I do intend to address the new material once I’ve got my brain around it- Ludo and The Daybooks take up 330 page or one third of the collection. This may take some time.

Bad lines in Good poems.

I’ve just put a page on pt 5 of ‘In Parenthesis’ on arduity. As ever, any feedback would be much appreciated.

Whilst extolling the brilliance of this masterpiece, I came across a couple of lines that could be described as Not Very Good which was a bit of a shock because Jones (in my head) is almost perfect and this got me to thinking about other bad lines in brilliant poems. So, what follows is a compilation of those examples that most readily spring to mind. The bebrowed definition of Not Very Good in this context relates, I think, to a line or two that is out of place and jars with the rest of the poem, lines that sound dissonant when read aloud. I think there’s a difference between these and Keston Sutherland’s depiction of the wrong line because that would seem to be more about apparent banality or the non-poetic in a line which nevertheless works.

This selection is personal and subjective, I’ve chosen to concentrate on poems that I feel are excellent but nevertheless are let down by this small blemish.

John Milton and ‘Lycidas’

This has been called the greatest elegy in English literature, its subject is Edward King who was at Cambridge with Milton and who drowned in 1637. I’m of the view that Milton never does lines of the above sort, in fact I’ve never been able to locate a bad line in the entire length of ‘Paradise Lost’ but the fourth and fifth lines here do seem to be out of place:

Where your old bards, the famous Druids lie,
Nor on the shaggy top of Mona high,
Nor yet where Deva spreads her wizard streams
Ay me, I fondly dream!
Had ye been there.....for what could that have done?
How could the muse herself that Orpheus bore,
The muse herself for her enchanting son
Whom universal nature did lament,

I know that this is intended as a sudden cry of hearfelt anguish and is meant to be dissonant but it does need to be strong and well put together and neither ‘Ay me’ nor ‘and ‘what could that have done?’ are up to the task.

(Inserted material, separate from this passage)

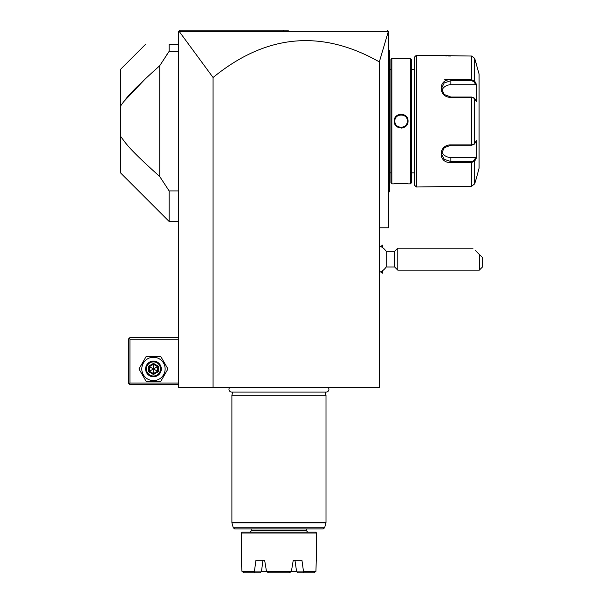 <?xml version="1.0" encoding="UTF-8"?>
<svg xmlns="http://www.w3.org/2000/svg" width="603" height="603" viewBox="0 0 603 603"><rect width="100%" height="100%" fill="white"/><g stroke="black" fill="none" stroke-linecap="round" stroke-linejoin="round"><path stroke-width="0.9" d="M288.422 30.15L180.131 30.15L179.046 31.235L213.07 77.501C266.006 34.258 321.429 29.057 379.325 61.89L379.325 387.767L178.563 387.767L178.563 31.718L180.131 30.15L279.166 30.15M213.07 77.501L213.07 387.767M379.325 61.89L388.37 31.348L388.739 31.718L388.739 227.783L379.325 227.783M179.543 31.348L388.37 31.348L387.201 30.188M387.586 30.565L387.985 30.964M178.563 383.063L129.939 383.063L129.155 383.847L129.939 384.631L178.563 384.631M129.155 383.847L128.371 383.063L128.371 339.142L129.939 337.574L178.563 337.574M129.155 338.358L129.939 339.142L178.563 339.142M129.939 383.063L129.939 339.142M138.976 368.946L146.22 381.495L160.707 381.495L167.951 368.946L160.707 356.396L146.22 356.396L138.976 368.946M141.795 368.946A11.668 11.668 0 0 0 153.464 380.614A11.668 11.668 0 0 0 165.132 368.946A11.668 11.668 0 0 0 153.464 357.278A11.668 11.668 0 0 0 141.795 368.946M161.31 368.946A7.839 7.839 0 0 0 153.464 361.107A7.839 7.839 0 0 0 145.624 368.946A7.839 7.839 0 0 0 153.464 376.785A7.839 7.839 0 0 0 161.31 368.946M160.526 368.946A7.055 7.055 0 0 1 153.464 376.001A7.055 7.055 0 0 1 146.408 368.946A7.055 7.055 0 0 1 153.464 361.89A7.055 7.055 0 0 1 160.526 368.946M158.28 366.164L157.481 366.624L153.464 364.31L149.446 366.624L149.446 371.267L153.464 373.581L157.481 371.267L157.481 366.624L153.464 368.946L153.464 363.383L148.647 366.164L158.28 371.727L158.28 366.164L153.464 363.383M153.464 374.508L153.464 368.946L148.647 371.727L153.464 374.508L158.28 371.727M166.345 55.423L169.149 51.33L169.149 44.268C137.152 44.268 137.152 44.268 169.149 44.268C137.152 44.268 137.152 44.268 169.149 44.268L178.563 44.268M147.901 76.445L159.735 65.712L169.149 51.33L178.563 51.33M121.761 104.206L120.525 106.03C126.705 97.694 128.921 93.397 159.735 65.712L159.735 176.536L169.149 190.917L178.563 190.917M167.815 188.98L169.149 190.917L169.149 221.505L178.563 221.505M123.283 102.133L145.044 79.114M169.149 221.505L120.525 172.88L120.525 69.36L145.624 44.268M121.022 136.964L120.525 136.218C126.705 144.547 128.921 148.851 159.735 176.536M125.439 142.843L127.21 144.946M129.208 147.207L131.529 149.732M134.198 152.521L137.65 156.011M141.358 159.629L145.044 163.134M148.15 166.029L153.26 170.709M379.325 245.903A14.118 14.118 0 0 1 386.176 251.308L386.176 266.993L394.641 266.993L394.641 251.308L397.776 248.172L397.776 270.129L479.34 270.129L479.34 254.443C470.551 245.662 470.551 245.662 479.34 254.443L482.475 257.579L482.475 266.993L479.34 270.129M382.4 270.807L382.468 273.204L382.468 270.762M380.9 246.597L382.4 245.097L382.4 247.494M475.262 250.373L480.81 255.921L475.262 250.373M382.4 245.097L382.468 247.539M388.739 49.913L389.365 50.539L389.365 191.709L388.739 192.334M388.739 116.515L389.365 116.575M389.365 51.165L388.739 50.539L389.365 51.165M389.365 191.076L388.739 191.709M388.739 125.733L389.365 125.673M389.365 69.36L390.932 69.36M389.365 172.88L390.932 172.88M390.932 59.328L390.932 182.92L391.875 183.862L394.226 183.862C393.827 183.44 408.435 183.44 408.035 183.862L410.387 183.862L410.387 58.385L408.035 58.385C408.435 58.808 393.827 58.808 394.226 58.385L391.875 58.385L390.932 59.328M391.875 58.385L391.875 183.862M408.035 121.12C408.397 130.15 393.834 130.112 394.226 121.12C393.865 112.098 408.419 112.135 408.035 121.12L407.402 121.12C407.839 129.163 394.468 129.253 394.859 121.12C394.422 113.085 407.794 112.995 407.402 121.12L407.387 120.706M397.362 183.591L396.043 183.689M394.437 58.408L394.95 58.461M395.259 58.491L396.043 58.559M397.467 58.664L398.704 58.725M400.294 58.762L400.912 58.77M404.711 58.664L406.234 58.559M401.131 114.155L400.128 114.223M401.131 128.092L402.133 128.017M410.387 58.385L411.329 59.328L411.329 182.92L410.387 183.862M411.329 172.88L414.774 172.88M411.329 69.36L414.774 69.36M416.341 186.998L416.341 55.242L414.774 56.818L414.774 185.43L416.341 186.998L471.636 186.214L474.667 183.87L476.566 177.591L474.667 183.87L474.667 161.212L471.636 162.448L450.848 162.448C437.944 163.503 437.921 144.705 450.848 144.893L471.636 144.893L474.667 143.785L476.325 140.635L476.325 158.076L474.667 161.212L474.056 160.571L471.636 161.506L450.848 161.506L444.215 159.328L441.441 153.75L444.215 147.773L450.848 145.21L471.636 145.21L474.056 144.268M476.566 177.591L479.084 168.177L479.084 74.071L474.667 58.37L474.667 81.036L476.325 84.171L476.325 101.606L474.667 98.462L471.636 97.354L450.848 97.354C437.974 97.573 437.891 78.767 450.848 79.8L471.636 79.8L474.667 81.036L474.056 81.676L475.677 84.737L450.848 84.737A9.414 8.148 180 0 0 441.78 90.706M476.566 64.657L474.667 58.37L471.636 56.034L416.341 55.242M473.754 144.622L474.667 143.785L474.667 98.462L473.754 97.626M474.056 97.98L471.636 97.038L450.848 97.038L444.215 94.475L441.441 88.498L444.207 82.92L450.848 80.734L471.636 80.734L474.056 81.676M441.102 55.288L441.547 55.355M441.878 55.401L442.527 55.491M443.062 55.559L443.657 55.627M444.539 55.717L445.564 55.815M446.25 55.868L447.125 55.921M448.451 55.989L450.449 56.026M474.056 160.571L475.677 157.504L450.848 157.504L450.848 162.448L471.636 162.448L471.636 161.506M471.636 162.448L471.636 186.214L450.449 186.214M448.413 186.259L447.155 186.319M446.205 186.387L445.609 186.433M471.636 56.034L471.636 79.8L450.848 79.8L450.848 84.737M450.81 79.8L444.577 79.8M475.677 157.504L476.129 158.438M450.848 157.504A9.414 8.148 0 0 1 441.78 151.541M476.129 83.809L475.677 84.737M475.88 83.327L474.968 81.609M474.667 161.212L475.88 158.921M394.867 120.721L394.867 121.542M395.206 123.185L395.349 123.57M399.299 127.127L400.06 127.308M401.018 127.399L401.711 127.369M402.163 127.308L403.023 127.105M406.528 124.316L406.739 123.939M406.912 123.555L407.349 121.934M407.394 121.527L407.402 121.12M407.055 119.055L406.904 118.678M402.955 115.12L402.239 114.947M401.236 114.849L400.543 114.879M399.623 115.03L399.231 115.143M395.734 117.924L395.523 118.309M229.434 387.767A2.789 2.789 0 0 0 231.763 392.093L326.125 392.093A2.789 2.789 0 0 0 328.454 387.767M325.145 392.093L325.997 395.297L231.891 395.297L231.891 522.454L325.997 522.454L325.944 522.861L231.944 522.861L231.891 522.454M232.743 392.093L231.891 395.297M325.997 395.297L325.997 522.454M324.633 527.768L233.255 527.768L234.771 528.929L323.118 528.929L324.633 527.768L325.944 522.861M308.276 532.072A1.568 1.568 0 0 1 306.708 530.504L306.708 528.929M306.708 530.504L251.18 530.504L251.18 528.929M251.18 530.504A1.568 1.568 0 0 1 249.612 532.072M242.24 532.072L315.648 532.072L316.59 533.007L241.298 533.007L242.24 532.072M241.298 560.3L241.946 571.282L243.808 572.85L241.946 571.282L241.298 560.3L241.298 533.007M316.59 560.3L316.59 533.007M315.942 571.282L314.08 572.85L315.942 571.282L316.251 560.3L315.942 571.282L303.467 571.282L301.945 560.3L293.246 560.3L294.95 560.3L296.646 571.923L303.226 571.923L303.595 572.85L297.701 572.85L296.375 571.282L291.415 571.282L293.246 560.3M241.946 571.282L254.421 571.282L255.943 560.3L264.642 560.3L266.473 571.282L291.415 571.282L289.432 572.85L268.456 572.85L266.473 571.282L268.456 572.85M303.467 571.282L303.226 571.923M314.08 572.85L303.595 572.85M254.293 572.85L254.662 571.923L261.242 571.923L261.514 571.282L260.187 572.85L243.808 572.85M264.642 560.3L262.938 560.3L261.514 571.282L266.473 571.282M254.662 571.923L254.421 571.282M289.432 572.85L291.415 571.282M283.531 30.15L283.455 31.341M148.647 366.164L148.647 371.727M389.365 110.176L388.739 110.176M389.365 67.792L388.739 67.792M389.365 174.455L388.739 174.455L389.365 174.455M389.365 132.072L388.739 132.072M471.636 145.21L471.636 97.038M471.636 79.8L471.636 80.734M394.226 121.12L394.859 121.12M380.9 271.704L382.4 273.204M379.325 272.398A14.118 14.118 0 0 0 386.176 266.993M386.176 251.308L394.641 251.308M394.641 266.993L397.776 270.129M397.776 248.172L473.061 248.172M233.255 527.768L231.944 522.861"/></g></svg>

It isn’t anguished enough nor lyrical enough to justify its presence. It might be argued that this lack of verbal skill is the ‘point’ that this interjection deliberately refuses to work so as to express the depth of human feeling but the fact remains that there is little anguish in ‘what could that have done’ and that it feels both gratuitous and inept. Perhaps Milton was trying to imitate the sudden outbursts in the work of George Herbert which was published a few years before but Herbert’s interjections are both strong and believable whereas this isn’t.

Simon Jarvis and ‘The Unconditional’.

I have said this before but the above is one of the most important publications of the last thirty years. It runs to 236 pages, it is brilliantly and infuriatingly digressive and defiantly metrical. It is also deeply subversive and I don’t understand why this fact isn’t more widely recognised. It isn’t an easy read but it is important and more than repays the attention that is paid to it. It was published in 2005 and is still available from Barque Press for a mere fifteen quid.

One aspect of the Jarvis thesis is that prosody is helpful when expressing complex or philosophical ideas and ‘The Unconditional’ is, among many other things, an example of this. However, there are a few lines where things go a bit awry and one of these serves to undermine a particularly brilliant passage:

        In that domain a buried A-road may
sometime by old pavilions of its shops
remind a hoarse commercial traveller
of the remediable loss of life
in undefended type face of a font
still mutely pleading for a shoppers loves
still wearily enduring falling sales
still waiting for authenticated close
or still abiding till a ripeness when
the properly intolerable come
and foreclose closure closing it by force.
=x. was ready to feel all that.
There or anywhere else.
But he was nowhere near the area.
The hue of the metallic colouring on
his complicit vehicle accompanying him
could barely properly be named as blue-
fantastically overpropertied as though blue left blue for a blue elsewhere
or settled only in the skull of an
acatastatical erotomane
whose dream then taking vehicle form
inflicts whatever violence it can
on any object-field whose lightest flinch
might intimate a rustable flaw beneath
with a pure undersong of "blue, blue, blue".
Serene irony fell into the wrong tax bracket.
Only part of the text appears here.